Comment 18 H.J. Lu 2009-04-22 19:03:10 UTC
(In reply to comment #6)
> Pinska: Actually, no. I started with the intrinsics and looked hard at what the
> code scheduler was doing before settling on rewriting this in inline assembly. 
> 
> The intrinsics have several problems that effect the code quality in this case.
> 

Please provide an example to show code quality problems with intrinsics.
I will take a look.
Comment 19 David Taht 2009-04-22 19:48:19 UTC
@Andrew: I agree with Jakub's point too, but don't believe merely doubling the number of operands will hurt much. Am trying it against 4.3.2... it's building as I write. 

When I figure out how to safely build 4.4 I will look at its code quality and fiddle in the same ways.

I don't understand how using named register variables would help except for making this slightly easier to write in C + snippets of asm. symbolic assembly, and using the occasional complex memory-addressing instruction helps a lot. I will think on it.
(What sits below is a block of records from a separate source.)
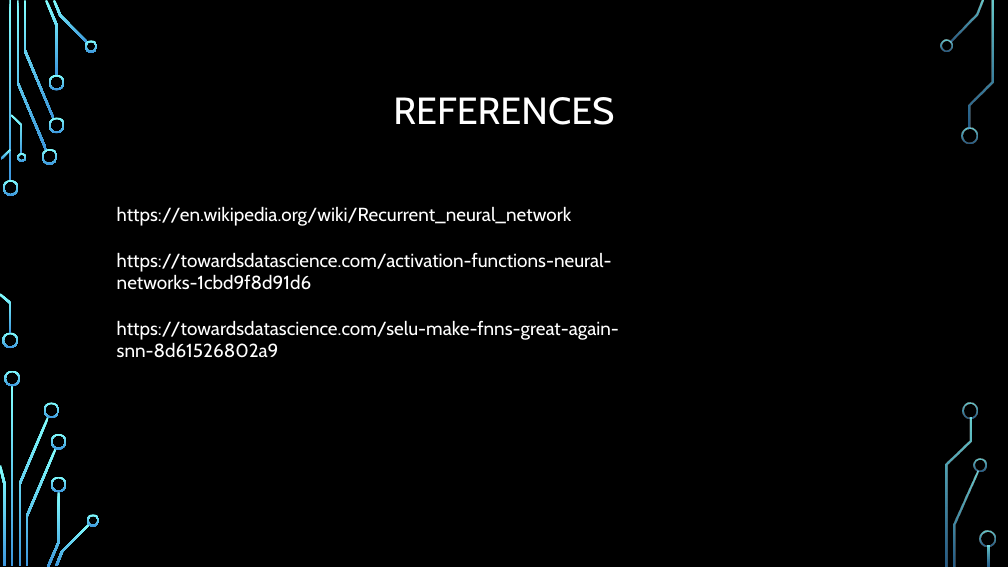
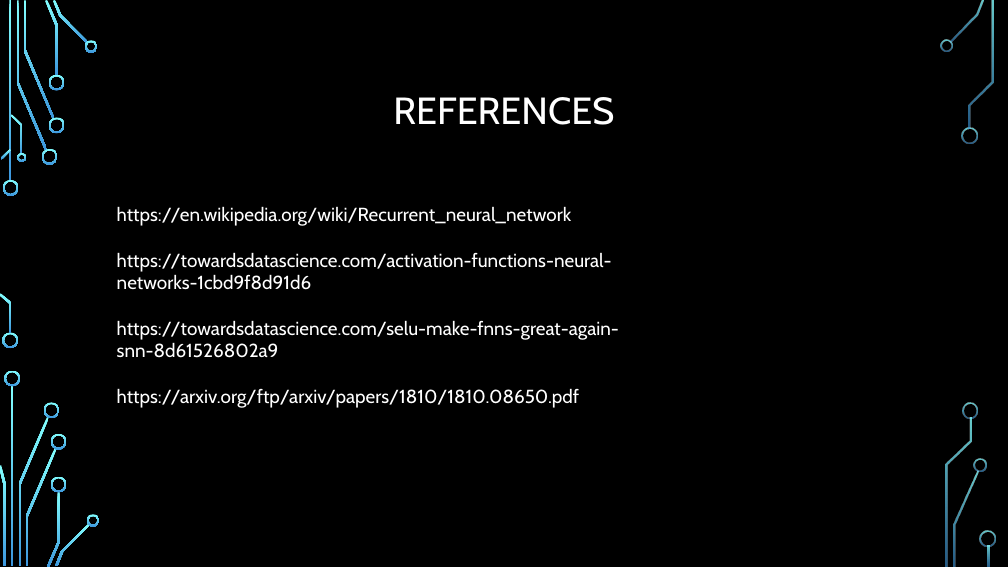
Before and after one commit to knight-coder-llc/AI-Vehicle-Calculator, a slide deck: slide 26 of Final Pres.pptx (slide 19 before the commit). Drawn at 1008x567 pixels with LibreOffice and Linux fonts; fonts in the diff are those of the drawing; background and template pictures are left out. Boxes give left, top, right and bottom in pixels: in the first picture for what was removed or moved away, otherwise in the second. Text is boxed around its words. In the diff, an @@ line names an element or a change of style, - is before the commit and + after.

```diff
--- a/Final Pres.pptx
+++ b/Final Pres.pptx
@@ text at box(117, 388, 579, 408): paragraph added @@
+https://arxiv.org/ftp/arxiv/papers/1810/1810.08650.pdf
```
Also in this commit, not shown: 7 slides added.

@H.J: I will provide an example when I get the spare brain cells. It will pay for me to test against 4.4 first, however. 

I very much appreciate all the attention paid to this today. I am going away to hack for a while while my cpu glows from building gcc.

Comment 20 David Taht 2009-04-23 03:29:22 UTC
I got gcc 4.4 built with the 1 line patch.

It assembles my 24 operand function just fine (which had several errors in the asm that I couldn't detect without assembling it - pushed out to my repo now - it even gets through a few loops with my as yet unfinished test code). Yea! 

Optimal register allocation (w/wo REX prefixes) is an issue (but that was why I was writing this as inline asm in the first place, that is easy to fix)

It successfully compiles, links, and runs my project (ScreamingRabbitCode) at -O3 -mtune=core2 w/o the asm code in 17.397s. gcc 4.3.2 takes 17.865s. (both are best case times over several runs and well within margin of error) 

This is obviously not a particularly good test (I suspect the bottleneck is libtool). I will try it and out of the box 4.4 on some bigger stuff tomorrow (suggestions? The biggest thing I ever build is ardour), and figure out how to run the gcc testsuite as well.


Comment 21 David Taht 2009-04-23 03:44:43 UTC
(In reply to comment #20)
> It successfully compiles, links, and runs my project (ScreamingRabbitCode) at
> -O3 -mtune=core2 w/o the asm code in 17.397s. gcc 4.3.2 takes 17.865s. (both
> are best case times over several runs and well within margin of error) 

To be clear, the timing above was for compiling and linking using the patched gcc 4.4 vs gcc 4.3.2. 
Comment 22 Andrew Haley 2009-04-23 11:08:23 UTC
Re named register variables:
You can, instead of using 

[coeff_ptr_l1] "+r" (coeff_ptr_l1)

declare something like

register long double *coeff_ptr_l1 asm ("%%r8");

and then use "%%r8" in your asm.  This means that you allocate the registers instead of the compiler, but it may solve your immediate problem.